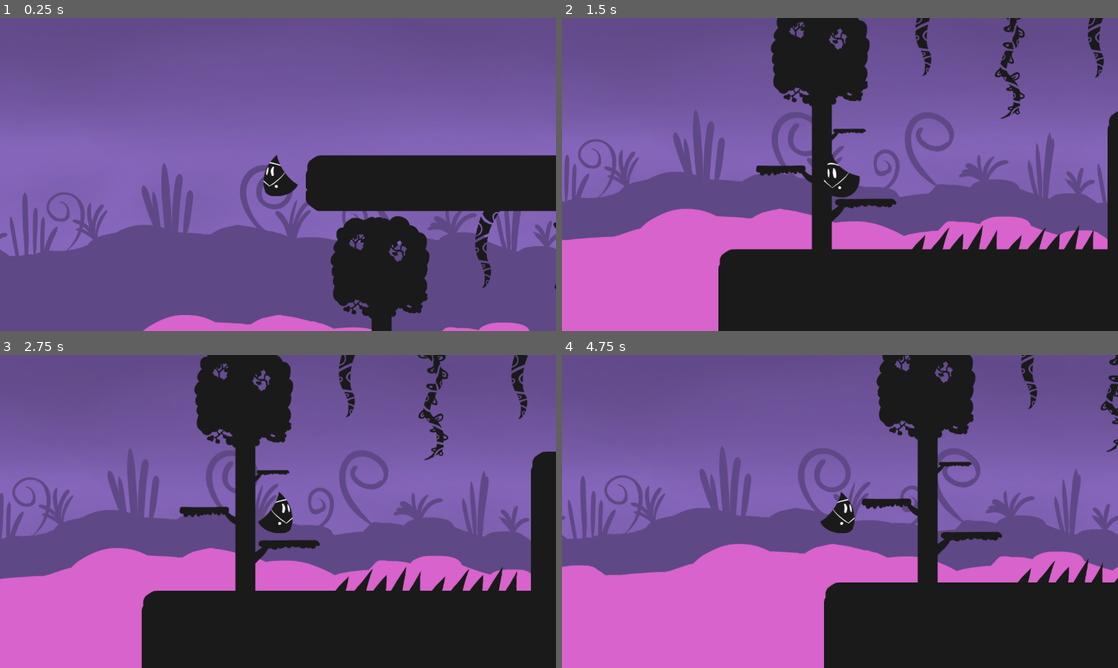
Above: before the commit, frames 1-4 (two rows, left to right).
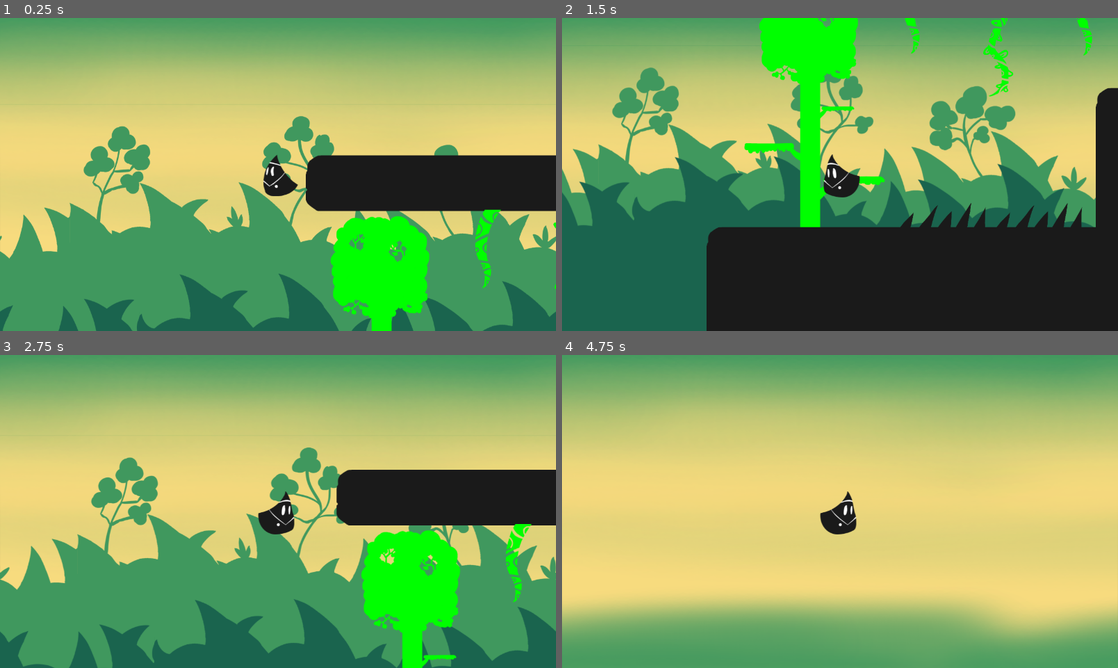
Above: after the commit, the same moments.

Repository: NicholasFlood2000/PirateSoftwareShadowAlchemy
Game: Godot game, scene res://Scenes/Levels/Level_1.tscn
The game is run twice, just before and just after one commit, with the same random seed, the same clock (stepped at 60 frames per second) and the same inputs. This scene is started directly instead of the project's main scene.
Inputs:
- Up to frame 1 (0.25 s): no input
- Up to frame 2 (1.5 s): hold D (MoveRight) from 0.53 s (still down); tap Space (Jump) at 0.6, 0.77, 1.07, 1.35 s
- Up to frame 3 (2.75 s): tap Space (Jump) at 1.52, 1.82, 2.1 s; release D (MoveRight) at 2.03 s; hold Left (MoveLeft) from 2.03 s (still down)
- Up to frame 4 (4.75 s): release Left (MoveLeft) at 2.78 s; hold D (MoveRight) 2.78-4.28 s; tap Space (Jump) at 2.85, 3.02, 3.32, 3.6, 3.77, 4.07, 4.35, 4.52 s; hold Left (MoveLeft) from 4.28 s (still down)

The runs differ from the first frame. In frame 1, 92% of the frame differs, in the area x 0-100%, y 0-100%; in frame 2, 79%; in frame 3, 99%; in frame 4, 100%.

Commit message:
Changes Player Movement
Changes player movement so that it looks better and feels better to control.

Diff:
--- a/Scenes/Levels/Level_1.tscn
+++ b/Scenes/Levels/Level_1.tscn
@@ -13,6 +13,25 @@
 [ext_resource type="PackedScene" uid="uid://dm0ciksd1jpgx" path="res://Scenes/Objects/Spike/Spike.tscn" id="11_ki00b"]
 
 [node name="BaseLevel" instance=ExtResource("1_xvcht")]
+InitialBackground = "Earth"
+
+[node name="EarthBackground2" parent="EarthBackground" index="0"]
+visible = true
+
+[node name="Sprite2D" parent="EarthBackground/ParallaxLayer2" index="0"]
+visible = true
+
+[node name="Sprite2D" parent="EarthBackground/ParallaxLayer" index="0"]
+visible = true
+
+[node name="WaterBackground2" parent="WaterBackground" index="0"]
+visible = false
+
+[node name="Sprite2D" parent="WaterBackground/ParallaxLayer2" index="0"]
+visible = false
+
+[node name="Sprite2D" parent="WaterBackground/ParallaxLayer3" index="0"]
+visible = false
 
 [node name="TileMap" parent="." index="3"]
 layer_0/tile_data = PackedInt32Array(786432, 3, 1, 786433, 65539, 1, 786434, 65539, 1, 851968, 3, 1, 851969, 65539, 1,  …(11115 unchanged characters)…
--- a/Scenes/Levels/test/TestTest.tscn
+++ b/Scenes/Levels/test/TestTest.tscn
@@ -17,7 +17,13 @@
 layer_0/tile_data = PackedInt32Array(655360, 65539, 0, 655361, 65539, 0, 655362, 65539, 0, 655363, 65539, 0, 655364, 65 …(22815 unchanged characters)…
 
 [node name="Player" parent="." index="4"]
+editor_description = "Default Movement Speed 350, Acceleration 7, Jump Velocity 790, Climbing Speed 175
+New Movement 500, 3, 650, 300"
 position = Vector2(3006, 529)
+movement_speed = 500
+climbing_speed = 300
+acceleration = 3.0
+jump_velocity = 650.0
 jump_buffer_set_time = 0.1
 
 [node name="Objects" type="Node" parent="." index="5"]
--- a/Scenes/player.tscn
+++ b/Scenes/player.tscn
@@ -564,13 +564,17 @@
 graph_offset = Vector2(-176, -161)
 
 [node name="Player" type="CharacterBody2D"]
+editor_description = "Default Movement Speed 350, Acceleration 7, Jump Velocity 790, Climbing Speed 175
+New Movement 500, 3, 650, 300
+"
 z_index = 5
 floor_snap_length = 10.0
 script = ExtResource("1_wk67q")
 gravity = 1500
 jump_gravity = 1600
-movement_speed = 350
-jump_velocity = 790.0
+climbing_speed = 300
+acceleration = 3.0
+jump_velocity = 650.0
 coyote_set_time = 0.25
 
 [node name="CollisionShape2D" type="CollisionShape2D" parent="."]
--- a/Scripts/Player.gd
+++ b/Scripts/Player.gd
@@ -4,15 +4,16 @@
 enum  transformations {NORMAL, MOLE, FISH, BIRD}
 
 #const SPEED = 400.0
-const JUMP_VELOCITY = -500.0
+const JUMP_VELOCITY = -500.0 #Default -500
 
 
 @export var gravity = 1000
 @export var jump_gravity = 900
 @export var movement_speed = 500
+@export var climbing_speed = 250
 @export var acceleration :float = 7.0
 @export var deceleration :float = 10.0
-@export var jump_velocity = 600.0 #Default 600.0
+@export var jump_velocity = 600.0 #Default 600.0 4 - 4.5 blocks
 
 @export var coyote_set_time = 0.5
 @export var jump_buffer_set_time = 0.5
@@ -147,13 +148,13 @@
 
 
 		states.CLIMBING:
-			velocity = velocity.lerp(input_direction * (movement_speed / 2), acceleration * delta)
+			velocity = velocity.lerp(input_direction * (climbing_speed), acceleration * delta)
 
 			if Input.is_action_just_pressed("Jump"):
 				velocity.y = -jump_velocity
 				current_state = states.JUMPED_FROM_CLIMBING
 
-			velocity.y += 850 * delta
+			velocity.y += 850 * delta / (gravity*5)
 
 			if not detect_vine():
 				current_state = states.IDLE

## TASK DESCRIPTION:
Work out, please, how many lines above contain "hold"; answer only with the number.

## EXERCISE SOLUTION:
3